More and more, we must turn to universities like Notre Dame because the NCAA has abdicated its role of moral and academic leadership by caving in to the bullies of the Bowl Championship Series.

In the case of Auburn’s Cam Newton, the Heisman Trophy winner, it’s absurd to believe that he had no idea that his father, a minister, was selling him to the highest bidder. In past cases, such as Reggie Bush at Southern Cal and the “Fab Five” at Michigan, the NCAA has held the institution responsible for illegal actions by family members or family friends.

This time, though, the NCAA reinstated Newton almost as soon as the Southeastern Conference suspended him, allowing him to play against Oregon in the Bowl Championship Series national title game.

While the media was still batting around the pros and cons of that one – the majority seem to want Newton to play because, you know, the game is more important than the piddling rules – the NCAA outdid itself in the case of Ohio State star quarterback Terelle Pryor and four of his teammates.

Caught breaking the extra-benefits rule by selling memorabilia, Pryor and his teammates should have been suspended for their Sugar Bowl game against Arkansas. Instead, the NCAA ruled they could play in the bowl game, but would be suspended for the first five games of NEXT SEASON!

If Pryor and one or more of his fellow culprits leave school for the NFL draft, that will be the most toothless penalty ever issued by the NCAA, which is saying something when you consider all those lame “Vacated” basketball tournament appearances and forfeited games.

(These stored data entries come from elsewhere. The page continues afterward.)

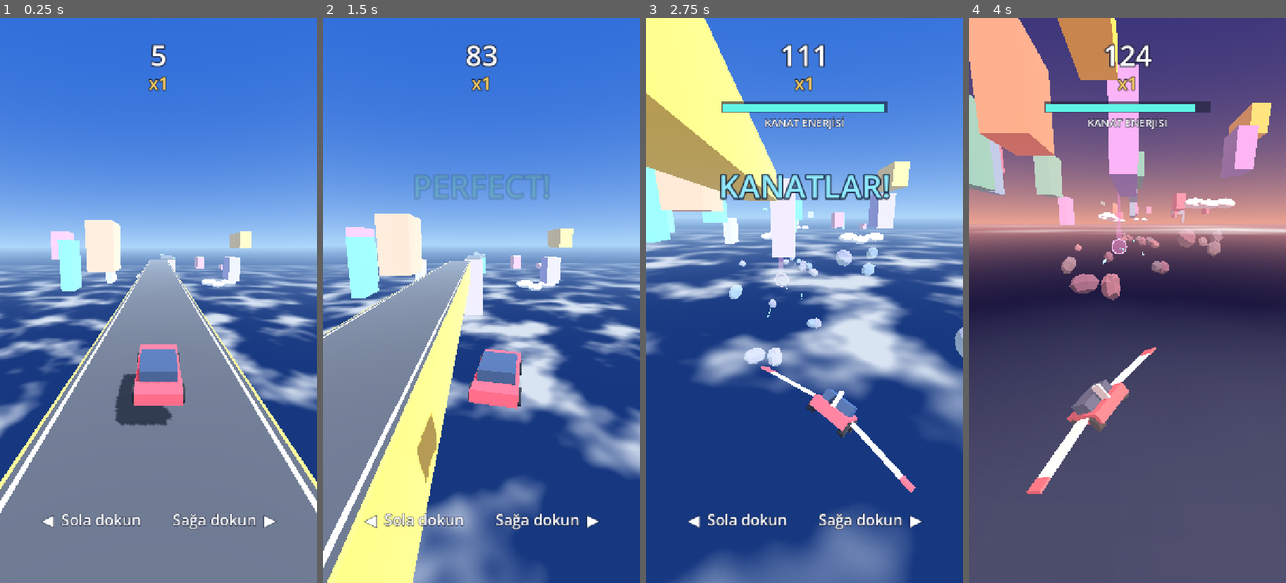
Above: before the commit, frames 1-4 (left to right).
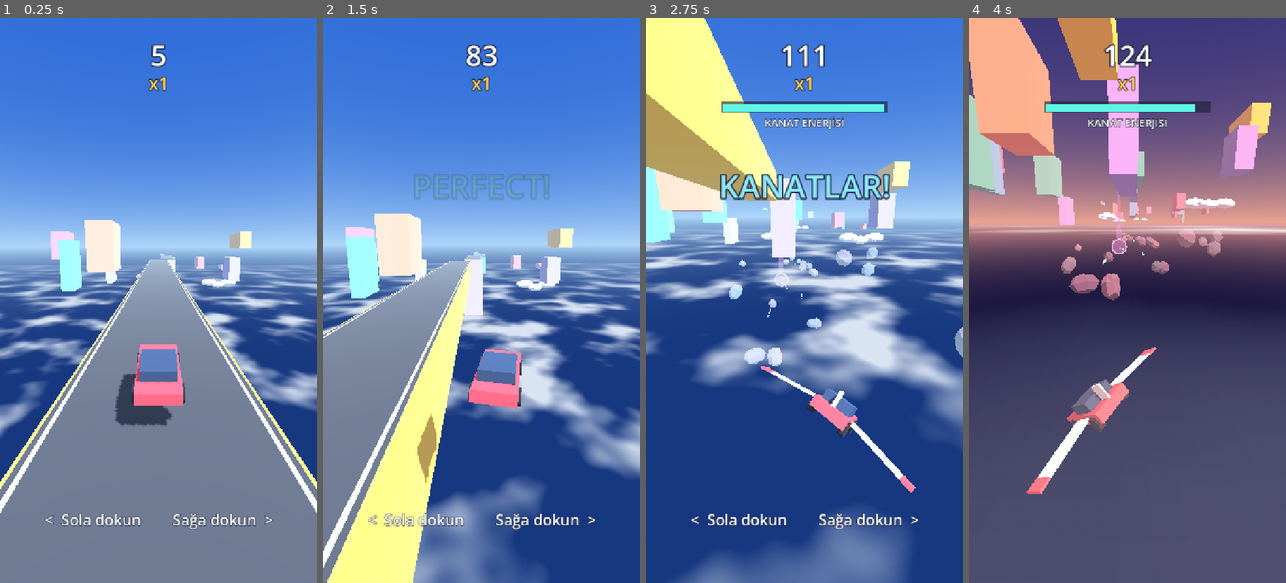
Above: after the commit, the same moments.

Repository: basarbellisan/Runny
Game: Godot game, scene res://scenes/main.tscn
Same seed, same stepped clock (60 frames per second), same inputs: the game is played once before the commit and once after it.
Inputs (mouse positions are in pixels of both pictures, inside the frame that each line leads up to):
- Up to frame 1 (0.25 s): no input
- Up to frame 2 (1.5 s): tap Enter at 0.5 s; move the mouse to (551, 272) at 0.52 s; hold D 0.53-1.25 s; click (551, 272) at 0.67 s; drag from (418, 328) to (465, 413) at 1.27 s
- Up to frame 3 (2.75 s): move the mouse to (836, 176) at 2.02 s; hold D from 2.03 s (still down)
- Up to frame 4 (4 s): release D at 2.75 s; drag from (1111, 413) to (1032, 215) at 2.77 s; move the mouse to (1222, 385) at 3.52 s; hold A from 3.53 s (still down)

The runs differ from the first frame. In frame 1, less than 0.1% of the frame differs, in the area x 13-88%, y 88-91%; in frame 2, 0.1%, in the area x 12-88%, y 88-91%; in frame 3, 0.1%; in frame 4, nothing differs.

Commit message:
Web dışa aktarma ayarı (iPhone Safari için)
Ok işaretleri web fontunda olmadığı için ipucu metninde < > kullanıldı.

Co-Authored-By: Claude Opus 5.5 <noreply@anthropic.com>
Claude-Session: https://claude.ai/code/session_016S88RPn945sNcGg6oLe6PH

Diff:
--- a/scripts/hud.gd
+++ b/scripts/hud.gd
@@ -19,7 +19,7 @@
 	_popup = _make_label(72, Control.PRESET_CENTER, Vector2(0, -260))
 	_popup.modulate.a = 0.0
 	_hint = _make_label(34, Control.PRESET_CENTER_BOTTOM, Vector2(0, -120))
-	_hint.text = "◀  Sola dokun        Sağa dokun  ▶"
+	_hint.text = "<  Sola dokun        Sağa dokun  >"
 	_over = _make_label(52, Control.PRESET_CENTER, Vector2.ZERO)
 	_over.visible = false
 	_build_energy_bar()
Not shown, added: export_presets.cfg
Not shown, changed: .gitignore
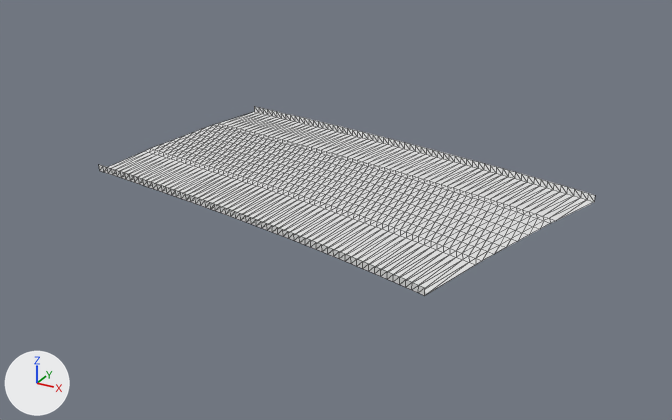
The glTF model public/assets/gen4/models/track-08.glb: old version first, new version second.
Rendered twice from a 50 mm lens placed at (585.8, -120.5, 50.0), pointed at (527.7, -14.9, -2.8). The lights are fixed; the arrows at lower left show +X, +Y and +Z. The first picture is the older version. Mesh edges are drawn as thin lines. Vertices at exactly the same position are counted once.

Names of what the first picture shows: 'track-08'.
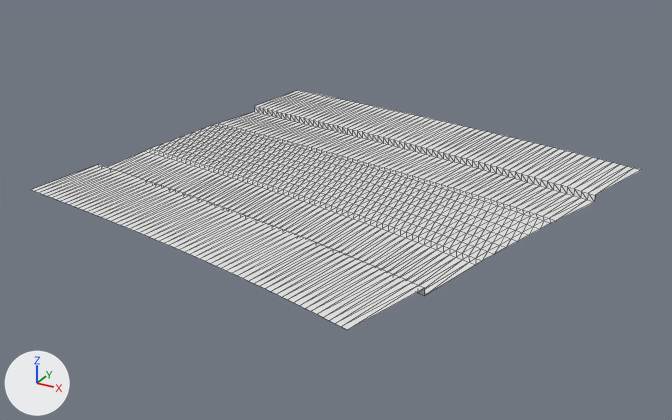
Pixel boxes [x1, y1, x2, y2] of what changed, in the pictures (672 x 420 px):
'track-08', reshaped (23% wider, 26% taller): before [99, 106, 595, 296]; after [31, 90, 640, 330]
part 1 of me_track_08, added: after [31, 90, 640, 330]

The change, as a diff of the scene's bpy script:
```diff
--- a/public/assets/gen4/models/track-08.glb.py
+++ b/public/assets/gen4/models/track-08.glb.py
@@ me_track_08 @@
 # used by ob_track_08; location = (0.0, 0.0, 0.0)
-me_track_08.from_pydata(...)  # 819 vertices, 1488 faces; spans x 492.7..560.9, y -36.4..10.0, z -0.3..2.0
+me_track_08.from_pydata(...)  # 945 vertices, 1736 faces; spans x 490.9..564.4, y -47.9..21.8, z -0.3..2.3
+# me_track_08 part 1
+# 104 vertices are added at x 490.9..564.4, y -47.9..21.8, z 0.6..2.3
+# 6 new vertices lie (-0.9, -12.0, -0.1) away from vertices in x 494.6..501.3, y -25.4..-24.4, z 0.7
+# 5 new vertices lie (2.2, 11.8, 0.2) away from vertices in x 518.0..522.1, y 5.8..6.6, z 1.4
+# 6 new vertices lie (1.0, -0.2, 0.0) away from vertices in x 490.9..548.5, y -43.6..21.5, z 0.6..2.1
+# 5 new vertices lie (0.9, -0.2, 0.0) away from vertices in x 517.1..545.5, y -47.4..-40.4, z 0.6
+# 248 new faces join them
```

The only possible answers is that the NCAA is so afraid the BCS conferences will leave it to form their own organization, with their own TV deals, that it refuses to do anything that might upset the BCS, ESPN, and the other TV networks. Without Newton, the BCS title game would be meaningless. Ditto for the Sugar Bowl if Ohio State had to play without Pryor and his fellow miscreants.

So now the NCAA stands exposed, yet again, as little more than a big corporation that pays only lip service to the principles of integrity, honor, and simple decency. They might as well run up the white flag over NCAA headquarters in Indianapolis. The cheaters have won and the people who run the NCAA – the college presidents – have surrendered meekly without firing a shot.

The only universities who are worth our respect are those who have a higher moral calling than the NCAA. I’m talking about the ones who probably could get away with cheating but choose to stay on a higher road – even if it means fewer victories. I’m talking about the ones who understand that winning is important only if it’s done the right way.

The good news in South Bend this year was that the football team finished with a 7-5 record and showed signs of coming out of the coma in which it has existed more or less since Lou Holtz left town. Rookie coach Brian Kelly’s team overcame some tough early losses to finish strong.

But the bad news is that two students lost their lives in football-related incidents.

On Aug. 31, some Irish football players fondled the breaks of Elizabeth Seeburg, a student at St. Mary’s, against her will. She received at least one anonymous e-mail warning her to not mess with Notre Dame football. On Sept. 10, she died of a suspected drug overdose.

Then, on Oct. 27, student videographer Declan Sullivan was killed while filming a practice when strong winds blew over the hydraulic lift on which he was perched.

So far the investigations into both incidents have not turned up any evidence of criminal wrongdoing. But Seeburg’s parents were not satisfied and accused the university of a cover-up, which prompted this response from President Jenkins:

“I cannot stand by and allow the integrity of Notre Dame to be challenged so publicly. The values at issue go to the very heart of who and what we are at Notre Dame.”

In order to justify our continued support for big-time college athletics, we must believe that there’s something worthwhile and redeeming about it. We must believe that sports builds character instead of damages it. We must believe that some institutions are trying to do things the right way.

I choose to believe in Notre Dame because the alternative is simply unthinkable.